Assign Mice To Holes

Problem

There are N mice and N holes are placed in a straight line. Each hole can accommodate only 1 mouse. A mouse can stay at his position, move one step right from x to x + 1, or move one step left from x to x − 1. Any of these moves consumes 1 minute.
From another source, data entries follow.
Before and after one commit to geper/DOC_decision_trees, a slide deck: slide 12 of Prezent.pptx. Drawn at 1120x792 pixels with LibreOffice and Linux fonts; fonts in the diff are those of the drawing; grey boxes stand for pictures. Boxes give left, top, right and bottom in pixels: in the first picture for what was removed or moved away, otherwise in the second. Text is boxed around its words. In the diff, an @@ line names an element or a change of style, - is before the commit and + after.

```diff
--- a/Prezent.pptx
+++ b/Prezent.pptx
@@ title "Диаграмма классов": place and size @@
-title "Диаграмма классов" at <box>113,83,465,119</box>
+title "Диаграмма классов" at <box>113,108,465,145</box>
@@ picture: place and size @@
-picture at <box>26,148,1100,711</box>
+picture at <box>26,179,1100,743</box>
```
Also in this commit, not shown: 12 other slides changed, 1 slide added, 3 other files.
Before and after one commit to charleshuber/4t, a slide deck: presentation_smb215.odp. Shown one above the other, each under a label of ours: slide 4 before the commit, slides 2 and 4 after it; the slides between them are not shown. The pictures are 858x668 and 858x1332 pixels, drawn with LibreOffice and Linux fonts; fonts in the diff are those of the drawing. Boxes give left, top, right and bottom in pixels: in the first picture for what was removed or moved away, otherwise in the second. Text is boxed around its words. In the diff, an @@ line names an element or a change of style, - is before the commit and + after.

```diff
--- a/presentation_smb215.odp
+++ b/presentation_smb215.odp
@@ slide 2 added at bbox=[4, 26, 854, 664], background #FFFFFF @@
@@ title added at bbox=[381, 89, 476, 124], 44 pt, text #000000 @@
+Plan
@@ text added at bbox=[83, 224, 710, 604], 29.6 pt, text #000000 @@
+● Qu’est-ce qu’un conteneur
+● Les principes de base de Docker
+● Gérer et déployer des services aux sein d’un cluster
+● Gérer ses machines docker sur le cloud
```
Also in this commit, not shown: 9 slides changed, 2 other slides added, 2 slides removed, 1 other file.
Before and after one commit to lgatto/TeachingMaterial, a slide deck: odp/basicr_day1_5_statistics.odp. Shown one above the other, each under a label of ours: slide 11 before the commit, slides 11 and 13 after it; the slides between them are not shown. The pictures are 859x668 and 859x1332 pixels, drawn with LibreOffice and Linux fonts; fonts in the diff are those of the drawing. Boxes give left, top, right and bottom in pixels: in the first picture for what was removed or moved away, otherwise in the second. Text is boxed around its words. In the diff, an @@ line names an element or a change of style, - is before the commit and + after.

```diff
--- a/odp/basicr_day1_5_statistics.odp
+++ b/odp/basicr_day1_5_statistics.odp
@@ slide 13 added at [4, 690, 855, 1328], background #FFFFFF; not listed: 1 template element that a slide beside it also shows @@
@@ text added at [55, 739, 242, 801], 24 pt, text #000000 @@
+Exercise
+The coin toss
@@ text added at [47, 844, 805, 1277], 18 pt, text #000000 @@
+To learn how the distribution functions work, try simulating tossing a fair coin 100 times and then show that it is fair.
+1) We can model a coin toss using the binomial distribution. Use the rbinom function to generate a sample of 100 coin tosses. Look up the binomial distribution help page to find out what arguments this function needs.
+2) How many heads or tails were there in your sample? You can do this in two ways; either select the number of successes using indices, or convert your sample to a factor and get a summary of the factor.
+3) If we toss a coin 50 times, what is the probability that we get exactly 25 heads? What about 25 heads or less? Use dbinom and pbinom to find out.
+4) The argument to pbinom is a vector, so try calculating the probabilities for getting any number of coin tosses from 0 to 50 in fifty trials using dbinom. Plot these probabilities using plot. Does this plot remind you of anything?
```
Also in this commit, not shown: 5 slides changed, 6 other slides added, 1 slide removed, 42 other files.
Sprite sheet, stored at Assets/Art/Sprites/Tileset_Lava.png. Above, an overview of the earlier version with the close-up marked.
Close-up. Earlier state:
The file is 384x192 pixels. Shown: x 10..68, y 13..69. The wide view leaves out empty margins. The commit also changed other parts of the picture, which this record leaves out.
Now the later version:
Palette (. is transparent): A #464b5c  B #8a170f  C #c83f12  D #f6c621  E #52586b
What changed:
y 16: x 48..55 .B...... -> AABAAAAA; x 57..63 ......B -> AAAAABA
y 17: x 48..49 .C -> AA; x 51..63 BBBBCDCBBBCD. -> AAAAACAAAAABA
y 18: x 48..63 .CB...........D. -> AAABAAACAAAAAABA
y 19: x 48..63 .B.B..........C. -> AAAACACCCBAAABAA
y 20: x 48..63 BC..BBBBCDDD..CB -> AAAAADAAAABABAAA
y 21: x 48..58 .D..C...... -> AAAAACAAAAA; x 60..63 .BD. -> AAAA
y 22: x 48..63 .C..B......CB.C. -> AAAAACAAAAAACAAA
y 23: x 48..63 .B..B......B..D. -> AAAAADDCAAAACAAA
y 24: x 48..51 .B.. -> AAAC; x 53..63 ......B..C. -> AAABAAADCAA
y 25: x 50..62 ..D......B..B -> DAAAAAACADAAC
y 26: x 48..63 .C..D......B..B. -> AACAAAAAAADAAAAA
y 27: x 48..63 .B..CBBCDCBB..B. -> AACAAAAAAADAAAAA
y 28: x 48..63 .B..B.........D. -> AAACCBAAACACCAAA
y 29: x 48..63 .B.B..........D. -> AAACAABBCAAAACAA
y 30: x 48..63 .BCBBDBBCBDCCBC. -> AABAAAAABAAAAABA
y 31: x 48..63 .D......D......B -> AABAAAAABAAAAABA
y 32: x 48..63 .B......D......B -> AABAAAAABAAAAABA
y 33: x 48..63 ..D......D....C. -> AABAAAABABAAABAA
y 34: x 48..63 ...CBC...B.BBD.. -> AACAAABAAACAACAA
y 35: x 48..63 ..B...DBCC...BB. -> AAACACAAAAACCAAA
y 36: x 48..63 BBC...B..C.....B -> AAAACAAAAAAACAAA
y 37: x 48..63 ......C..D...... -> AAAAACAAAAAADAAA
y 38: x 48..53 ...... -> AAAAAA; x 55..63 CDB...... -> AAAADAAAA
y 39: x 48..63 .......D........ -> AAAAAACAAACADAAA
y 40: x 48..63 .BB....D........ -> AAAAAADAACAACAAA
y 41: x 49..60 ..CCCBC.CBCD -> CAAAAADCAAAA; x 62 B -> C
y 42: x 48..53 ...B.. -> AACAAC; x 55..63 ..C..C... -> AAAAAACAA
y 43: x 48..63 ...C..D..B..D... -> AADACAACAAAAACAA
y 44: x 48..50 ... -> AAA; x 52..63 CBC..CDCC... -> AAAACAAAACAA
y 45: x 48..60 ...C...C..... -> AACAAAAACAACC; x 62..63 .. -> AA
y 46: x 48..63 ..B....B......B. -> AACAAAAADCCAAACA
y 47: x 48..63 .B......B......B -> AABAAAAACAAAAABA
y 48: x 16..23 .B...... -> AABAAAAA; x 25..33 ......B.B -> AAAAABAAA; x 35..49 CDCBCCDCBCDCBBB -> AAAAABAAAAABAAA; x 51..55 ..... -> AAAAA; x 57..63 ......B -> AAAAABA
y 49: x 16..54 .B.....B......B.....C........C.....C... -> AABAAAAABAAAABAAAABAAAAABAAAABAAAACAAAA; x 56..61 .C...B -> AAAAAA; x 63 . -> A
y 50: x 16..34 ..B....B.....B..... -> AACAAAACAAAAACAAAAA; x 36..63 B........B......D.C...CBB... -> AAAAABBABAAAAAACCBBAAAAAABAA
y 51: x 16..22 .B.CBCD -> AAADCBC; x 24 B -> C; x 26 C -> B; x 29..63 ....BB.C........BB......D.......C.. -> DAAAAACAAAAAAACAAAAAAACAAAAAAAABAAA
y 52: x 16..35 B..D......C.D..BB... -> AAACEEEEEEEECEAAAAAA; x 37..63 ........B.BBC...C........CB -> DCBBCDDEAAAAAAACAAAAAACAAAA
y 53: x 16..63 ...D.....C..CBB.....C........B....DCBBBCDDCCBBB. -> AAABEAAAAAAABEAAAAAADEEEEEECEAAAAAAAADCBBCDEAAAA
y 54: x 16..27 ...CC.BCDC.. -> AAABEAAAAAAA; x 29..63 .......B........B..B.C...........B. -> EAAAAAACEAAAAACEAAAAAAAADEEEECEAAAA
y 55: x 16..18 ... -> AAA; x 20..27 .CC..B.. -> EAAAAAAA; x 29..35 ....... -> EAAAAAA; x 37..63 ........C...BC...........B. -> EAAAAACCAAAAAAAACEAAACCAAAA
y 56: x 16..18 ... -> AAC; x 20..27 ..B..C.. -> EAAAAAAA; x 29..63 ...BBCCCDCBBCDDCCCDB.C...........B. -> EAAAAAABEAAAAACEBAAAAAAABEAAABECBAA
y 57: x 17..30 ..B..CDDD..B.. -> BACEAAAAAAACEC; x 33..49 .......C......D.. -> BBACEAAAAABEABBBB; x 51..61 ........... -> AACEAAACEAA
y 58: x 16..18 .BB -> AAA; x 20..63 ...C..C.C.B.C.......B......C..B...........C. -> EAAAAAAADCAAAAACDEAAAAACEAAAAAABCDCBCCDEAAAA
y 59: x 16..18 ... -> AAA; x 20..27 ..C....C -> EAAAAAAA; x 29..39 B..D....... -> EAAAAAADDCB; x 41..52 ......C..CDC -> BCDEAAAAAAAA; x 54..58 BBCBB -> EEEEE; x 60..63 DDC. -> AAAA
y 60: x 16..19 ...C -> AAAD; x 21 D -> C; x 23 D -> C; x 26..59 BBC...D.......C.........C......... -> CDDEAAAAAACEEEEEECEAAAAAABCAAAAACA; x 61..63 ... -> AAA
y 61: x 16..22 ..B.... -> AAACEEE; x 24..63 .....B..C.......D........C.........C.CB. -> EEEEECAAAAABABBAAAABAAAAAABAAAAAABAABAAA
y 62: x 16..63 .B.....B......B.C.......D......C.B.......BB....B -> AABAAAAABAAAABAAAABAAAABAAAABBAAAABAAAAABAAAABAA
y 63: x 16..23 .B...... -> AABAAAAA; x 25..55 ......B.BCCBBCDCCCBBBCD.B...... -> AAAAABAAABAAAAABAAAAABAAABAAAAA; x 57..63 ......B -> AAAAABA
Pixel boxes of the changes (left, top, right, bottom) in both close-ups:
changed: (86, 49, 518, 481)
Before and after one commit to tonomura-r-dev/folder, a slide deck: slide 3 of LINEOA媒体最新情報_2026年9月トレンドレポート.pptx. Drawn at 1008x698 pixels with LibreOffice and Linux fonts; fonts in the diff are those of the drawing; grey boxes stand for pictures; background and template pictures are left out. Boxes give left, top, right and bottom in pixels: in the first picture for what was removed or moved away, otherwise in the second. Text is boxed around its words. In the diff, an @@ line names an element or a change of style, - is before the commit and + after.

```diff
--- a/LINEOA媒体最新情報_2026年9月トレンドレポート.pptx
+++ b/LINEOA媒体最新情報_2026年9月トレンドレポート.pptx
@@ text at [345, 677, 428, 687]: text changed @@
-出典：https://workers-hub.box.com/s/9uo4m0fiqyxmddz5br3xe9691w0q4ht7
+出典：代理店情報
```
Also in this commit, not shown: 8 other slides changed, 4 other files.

Assign mice to holes so that the time when the last mouse gets inside a hole is minimized(i.e., minimize the maximum time taken by any mouse).

Input

• A: List of positions of mice (length N)
• B: List of positions of holes (length N)

Output

• Single integer: the minimum time when the last mouse gets inside a hole

Note: The final answer will fit in a 32-bit signed integer.

Examples

Example 1

1
2
3
4
5
6
7
8

 A = [4, -4, 2]
 B = [4, 0, 5]
Assignment:
- Mouse at 4 → Hole at 4: 0 minutes
- Mouse at -4 → Hole at 0: 4 minutes
- Mouse at 2 → Hole at 5: 3 minutes

All mice are in holes after 4 minutes. No better assignment is possible, so the answer is **4**.

Solution

Method 1 - Greedy Matching

This is a greedy matching problem. To minimize the maximum time, sort both the mice and holes positions. Assign the ith mouse to the ith hole. The answer is the maximum absolute difference between the positions of each assigned pair.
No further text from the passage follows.